EXERCISE BRIEF
I need every line that includes the word "especially" copied from the material.

DATA
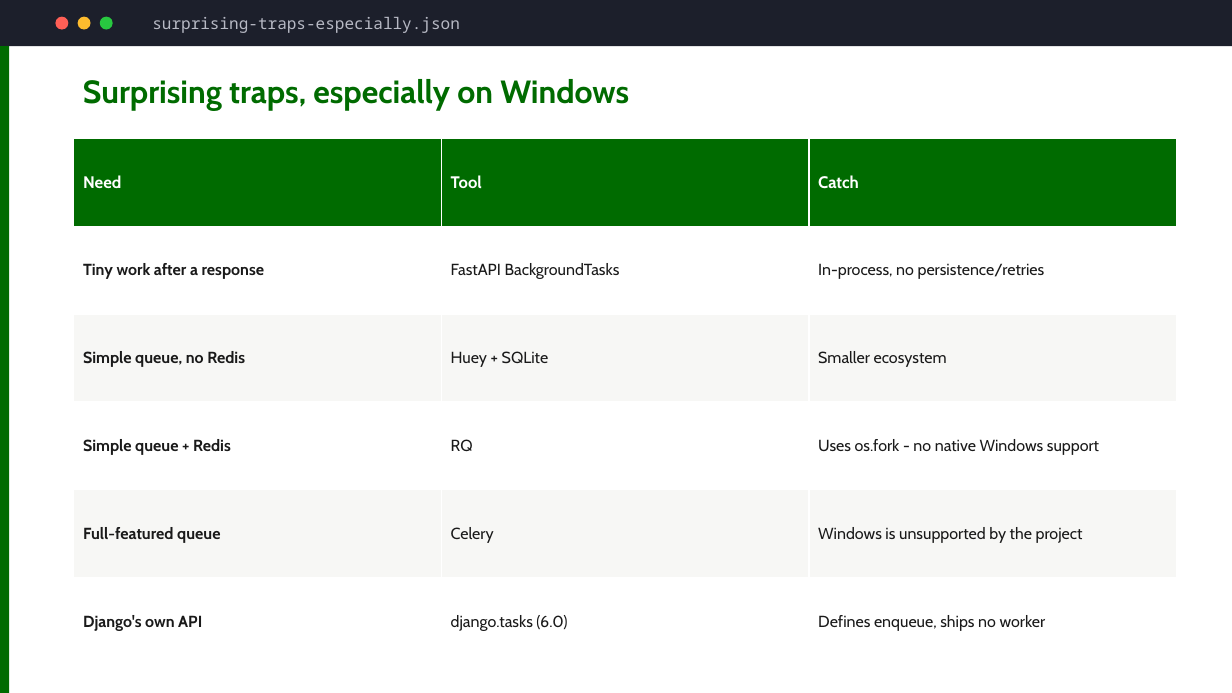
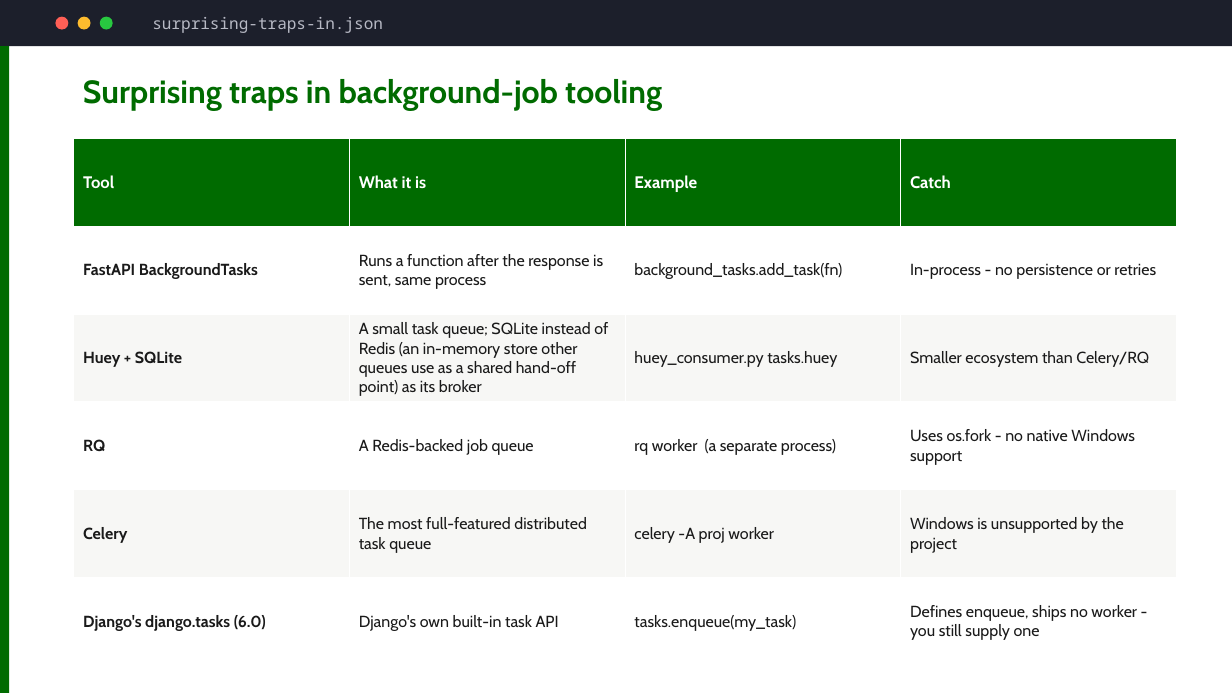
Before and after one commit to hovinh/web-development-learning-lab, a slide deck: slide 16 of blog/web-dev-for-data-people/slides/web-dev-for-data-people-slides.pptx. Drawn at 1232x693 pixels with LibreOffice and Linux fonts; fonts in the diff are those of the drawing. Boxes give left, top, right and bottom in pixels: in the first picture for what was removed or moved away, otherwise in the second. Text is boxed around its words. In the diff, an @@ line names an element or a change of style, - is before the commit and + after.

Commit message:
Add new slide types and enhance rendering for web and PPTX
- Implemented new slide types: concept_pair, cards, and bullets_meter in theme.py.
- Added corresponding rendering functions in theme_html.py to ensure consistent visual representation across web and PPTX formats.
- Updated tab label handling to use the same function across both themes for consistency.
- Enhanced footer functionality for tables and comparisons to include optional insights.
- Improved CSS styles for new slide types and ensured alignment with existing design language.
- Updated binary PPTX file to reflect new slide additions and changes.

```diff
--- a/blog/web-dev-for-data-people/slides/web-dev-for-data-people-slides.pptx
+++ b/blog/web-dev-for-data-people/slides/web-dev-for-data-people-slides.pptx
@@ text at box(152, 17, 383, 33): text changed @@
-surprising-traps-especially.json
+surprising-traps-in.json
@@ text at box(83, 79, 662, 110): text changed @@
-Surprising traps, especially on Windows
+Surprising traps in background-job tooling
@@ table at box(74, 139, 1176, 665) @@
-column 1: Need | Tiny work after a response | Simple queue, no Redis | Simple queue + Redis | Full-featured queue | Django's own API
-column 2: Tool | FastAPI BackgroundTasks | Huey + SQLite | RQ | Celery | django.tasks (6.0)
-column 3: Catch | In-process, no persistence/retries | Smaller ecosystem | Uses os.fork - no native Windows support | Windows is unsupported by the project | Defines enqueue, ships no worker
+column 1: Tool | FastAPI BackgroundTasks | Huey + SQLite | RQ | Celery | Django's django.tasks (6.0)
+column 2: What it is | Runs a function after the response is sent, same process | A small task queue; SQLite instead of Redis (an in-memory store other queues use as a shared hand-off point) as its broker | A Redis-backed job queue | The most full-featured distributed task queue | Django's own built-in task API
+column 3: Example | background_tasks.add_task(fn) | huey_consumer.py tasks.huey | rq worker (a separate process) | celery -A proj worker | tasks.enqueue(my_task)
+column 4: Catch | In-process - no persistence or retries | Smaller ecosystem than Celery/RQ | Uses os.fork - no native Windows support | Windows is unsupported by the project | Defines enqueue, ships no worker - you still supply one
```
Also in this commit, not shown: 12 other slides changed, 8 slides added, 6 other files.
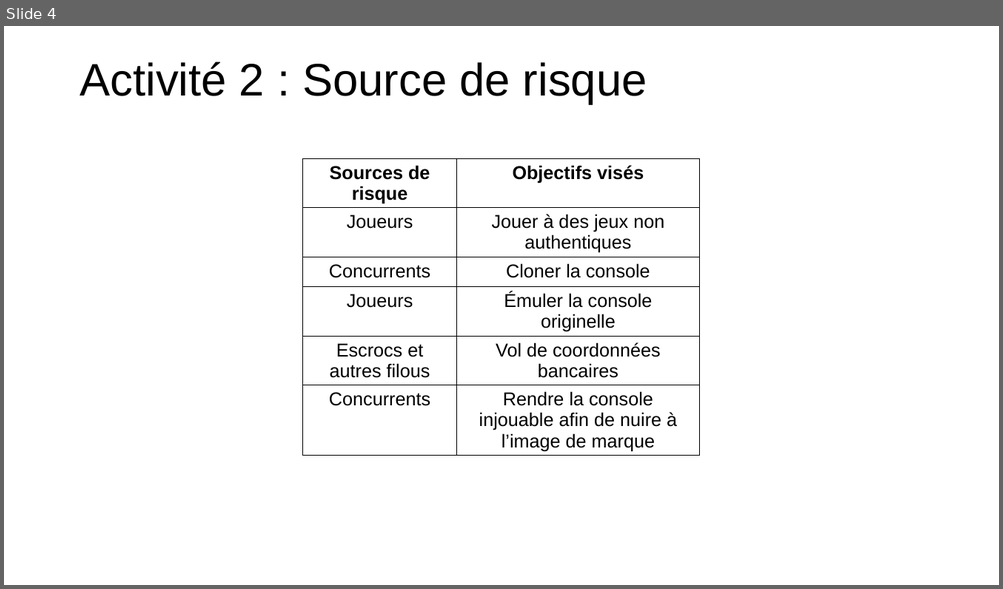
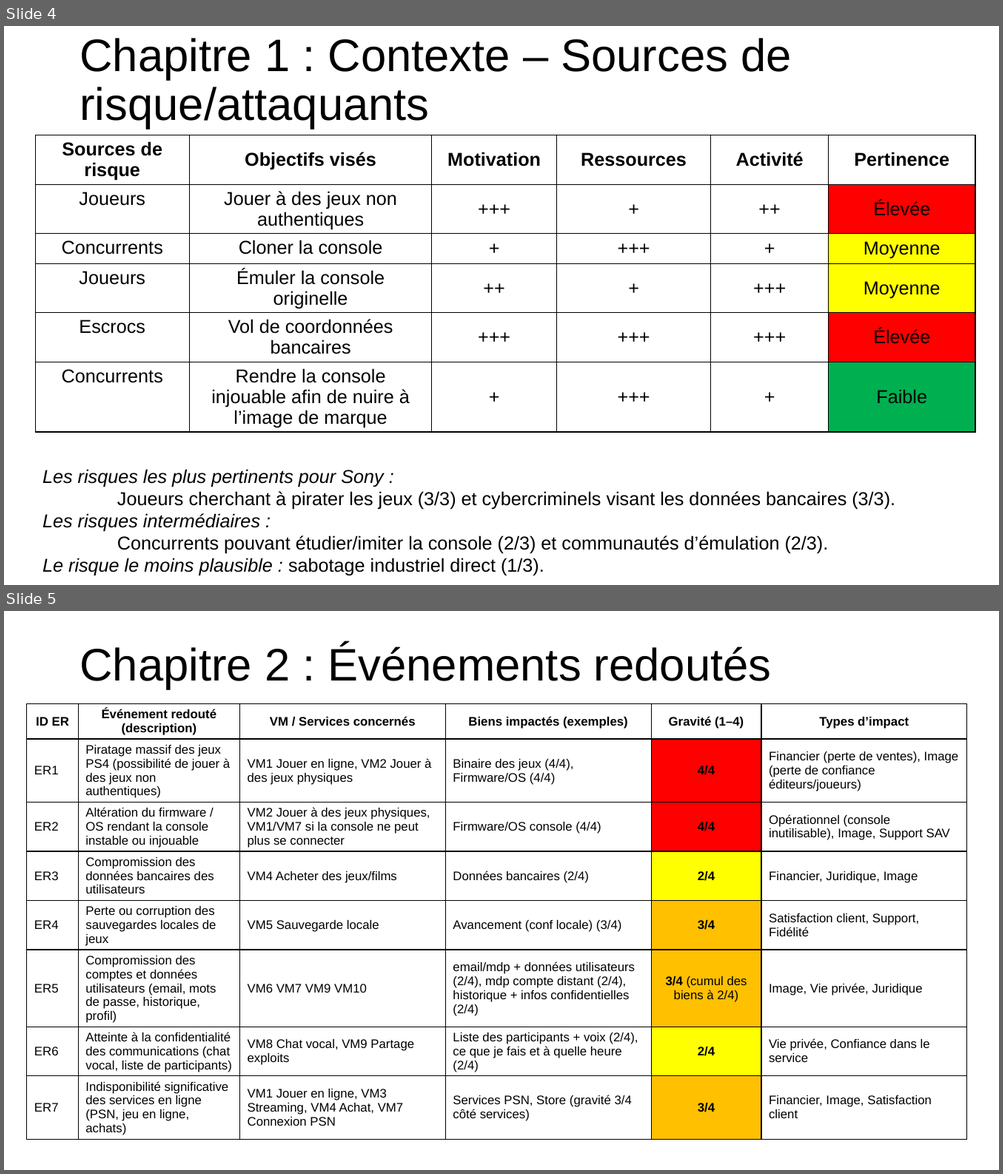
Before and after one commit to theox33/Securite_SE, a slide deck: Exercice PS4/Atelier 1/Diaporama.pptx. Shown one above the other, each under a label of ours: slide 4 before the commit, slides 4 and 5 after it. The pictures are 1003x589 and 1003x1174 pixels, drawn with LibreOffice and Linux fonts; fonts in the diff are those of the drawing. Boxes give left, top, right and bottom in pixels: in the first picture for what was removed or moved away, otherwise in the second. Text is boxed around its words. In the diff, an @@ line names an element or a change of style, - is before the commit and + after.

```diff
--- a/Exercice PS4/Atelier 1/Diaporama.pptx
+++ b/Exercice PS4/Atelier 1/Diaporama.pptx
@@ slide 5 added at (4, 611, 999, 1170), background #FFFFFF @@
@@ title added at (79, 644, 771, 689), 44 pt, text #000000 @@
+Chapitre 2 : Événements redoutés
@@ table added at (27, 703, 969, 1167), 8 rows, 6 columns @@
+ID ER | Événement redouté (description) | VM / Services concernés | Biens impactés (exemples) | Gravité (1–4) | Types d’impact
+ER1 | Piratage massif des jeux PS4 (possibilité de jouer à des jeux non authentiques) | VM1 Jouer en ligne, VM2 Jouer à des jeux physiques | Binaire des jeux (4/4), Firmware/OS (4/4) | 4/4 | Financier (perte de ventes), Image (perte de confiance éditeurs/joueurs)
+ER2 | Altération du firmware / OS rendant la console instable ou injouable | VM2 Jouer à des jeux physiques, VM1/VM7 si la console ne peut plus se connecter | Firmware/OS console (4/4) | 4/4 | Opérationnel (console inutilisable), Image, Support SAV
+ER3 | Compromission des données bancaires des utilisateurs | VM4 Acheter des jeux/films | Données bancaires (2/4) | 2/4 | Financier, Juridique, Image
+ER4 | Perte ou corruption des sauvegardes locales de jeux | VM5 Sauvegarde locale | Avancement (conf locale) (3/4) | 3/4 | Satisfaction client, Support, Fidélité
+ER5 | Compromission des comptes et données utilisateurs (email, mots de passe, historique, profil) | VM6 VM7 VM9 VM10 | email/mdp + données utilisateurs (2/4), mdp compte distant (2/4), historique + infos confidentielles (2/4) | 3/4 (cumul des biens à 2/4) | Image, Vie privée, Juridique
+ER6 | Atteinte à la confidentialité des communications (chat vocal, liste de participants) | VM8 Chat vocal, VM9 Partage exploits | Liste des participants + voix (2/4), ce que je fais et à quelle heure (2/4) | 2/4 | Vie privée, Confiance dans le service
+ER7 | Indisponibilité significative des services en ligne (PSN, jeu en ligne, achats) | VM1 Jouer en ligne, VM3 Streaming, VM4 Achat, VM7 Connexion PSN | Services PSN, Store (gravité 3/4 côté services) | 3/4 | Financier, Image, Satisfaction client
@@ slide 4 changed as well @@
@@ title at (79, 38, 791, 129): text changed @@
-Activité 2 : Source de risque
+Chapitre 1 : Contexte – Sources de risque/attaquants
@@ table at (35, 136, 976, 450) @@
-column 1, row 5: Escrocs et autres filous
+column 1, row 5: Escrocs
+column 3: Motivation | +++ | + | ++ | +++ | +
+column 4: Ressources | + | +++ | + | +++ | +++
+column 5: Activité | ++ | + | +++ | +++ | +
+column 6: Pertinence | Élevée | Moyenne | Moyenne | Élevée | Faible
@@ table: place and size @@
-table at (302, 158, 700, 473)
+table at (35, 136, 976, 450)
@@ text added at (42, 469, 895, 577), 18 pt, text #000000 @@
+Les risques les plus pertinents pour Sony :
+Joueurs cherchant à pirater les jeux (3/3) et cybercriminels visant les données bancaires (3/3).
+Les risques intermédiaires :
+Concurrents pouvant étudier/imiter la console (2/3) et communautés d’émulation (2/3).
+Le risque le moins plausible : sabotage industriel direct (1/3).
```
Also in this commit, not shown: 2 other slides changed, 6 other slides added, 2 slides removed, 1 other file.
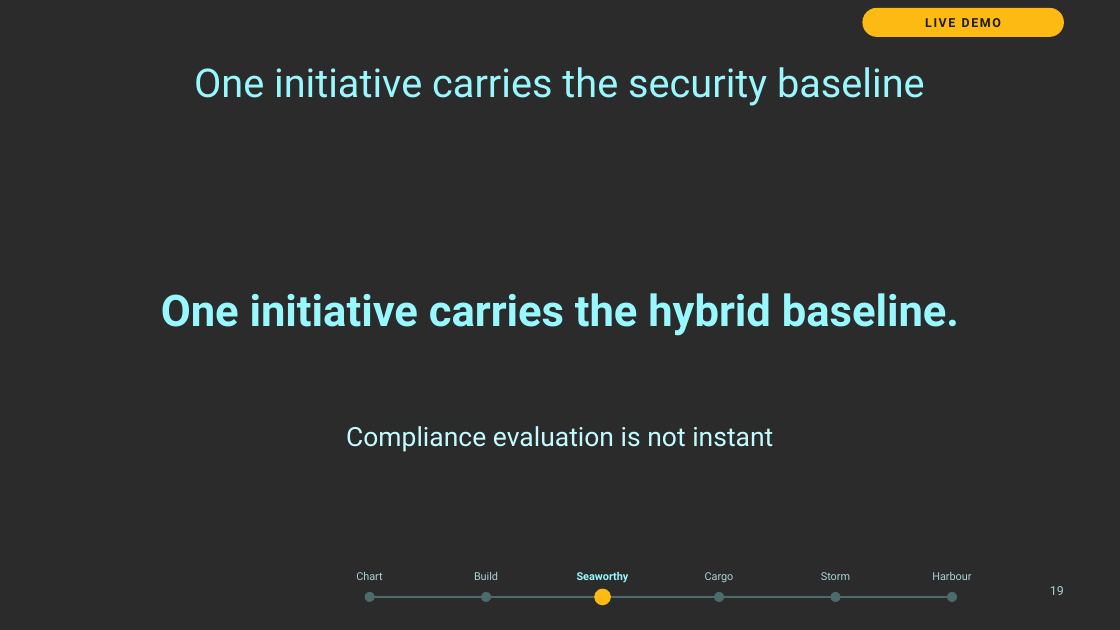
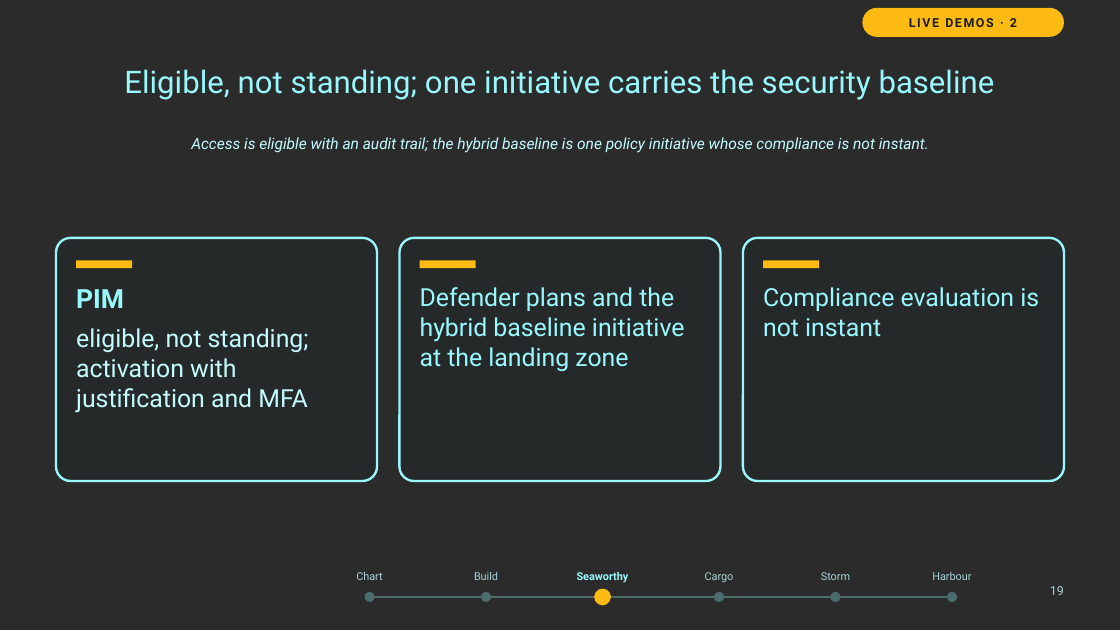
Before and after one commit to thisismydemo/nic2026_azl, a slide deck: slide 19 of presentation/Azure_Local_Discovery_to_Day2_NIC2026.pptx. Drawn at 1120x630 pixels with LibreOffice and Linux fonts; fonts in the diff are those of the drawing; background and template pictures are left out; a plain dark background stands for a picture behind light text. Boxes give left, top, right and bottom in pixels: in the first picture for what was removed or moved away, otherwise in the second. Text is boxed around its words. In the diff, an @@ line names an element or a change of style, - is before the commit and + after.

```diff
--- a/presentation/Azure_Local_Discovery_to_Day2_NIC2026.pptx
+++ b/presentation/Azure_Local_Discovery_to_Day2_NIC2026.pptx
@@ text in rounded rectangle at (x1=909, y1=18, x2=1017, y2=27): text changed @@
-LIVE DEMO
+LIVE DEMOS · 2
@@ title at (x1=124, y1=69, x2=995, y2=100): text changed; size 25.5 to 20 pt @@
-One initiative carries the security baseline
+Eligible, not standing; one initiative carries the security baseline
@@ text added at (x1=191, y1=137, x2=929, y2=153), 10 pt, text #C3FBFE, italic @@
+Access is eligible with an audit trail; the hybrid baseline is one policy initiative whose compliance is not instant.
@@ rounded rectangle added at (x1=56, y1=237, x2=377, y2=480), fill #262929, outline #98F8FE 1.5 pt @@
@@ rounded rectangle added at (x1=400, y1=237, x2=721, y2=480), fill #262929, outline #98F8FE 1.5 pt @@
@@ rounded rectangle added at (x1=743, y1=237, x2=1064, y2=480), fill #262929, outline #98F8FE 1.5 pt @@
@@ rectangle added at (x1=76, y1=260, x2=132, y2=268), fill #FDBA12 @@
@@ rectangle added at (x1=420, y1=260, x2=476, y2=268), fill #FDBA12 @@
@@ rectangle added at (x1=763, y1=260, x2=819, y2=268), fill #FDBA12 @@
@@ text added at (x1=76, y1=289, x2=309, y2=413), 16 pt, text #C3FBFE @@
+PIM
+eligible, not standing; activation with justification and MFA
@@ text removed at (x1=161, y1=293, x2=959, y2=336) @@
-One initiative carries the hybrid baseline.
@@ text added at (x1=420, y1=287, x2=685, y2=371), 16 pt, text #98F8FE @@
+Defender plans and the hybrid baseline initiative at the landing zone
@@ text "Compliance evaluation is not instant" moved from (x1=346, y1=426, x2=773, y2=452) to (x1=763, y1=287, x2=1039, y2=337) @@
@@ text "Compliance evaluation is not instant" at (x1=763, y1=287, x2=1039, y2=337): size 17 to 16 pt, text colour #C3FBFE to #98F8FE; alignment centre to left @@
```
Also in this commit, not shown: 20 other slides changed, 1 slide added, 1 slide removed, 1 other file.

SOLUTION
-surprising-traps-especially.json
-Surprising traps, especially on Windows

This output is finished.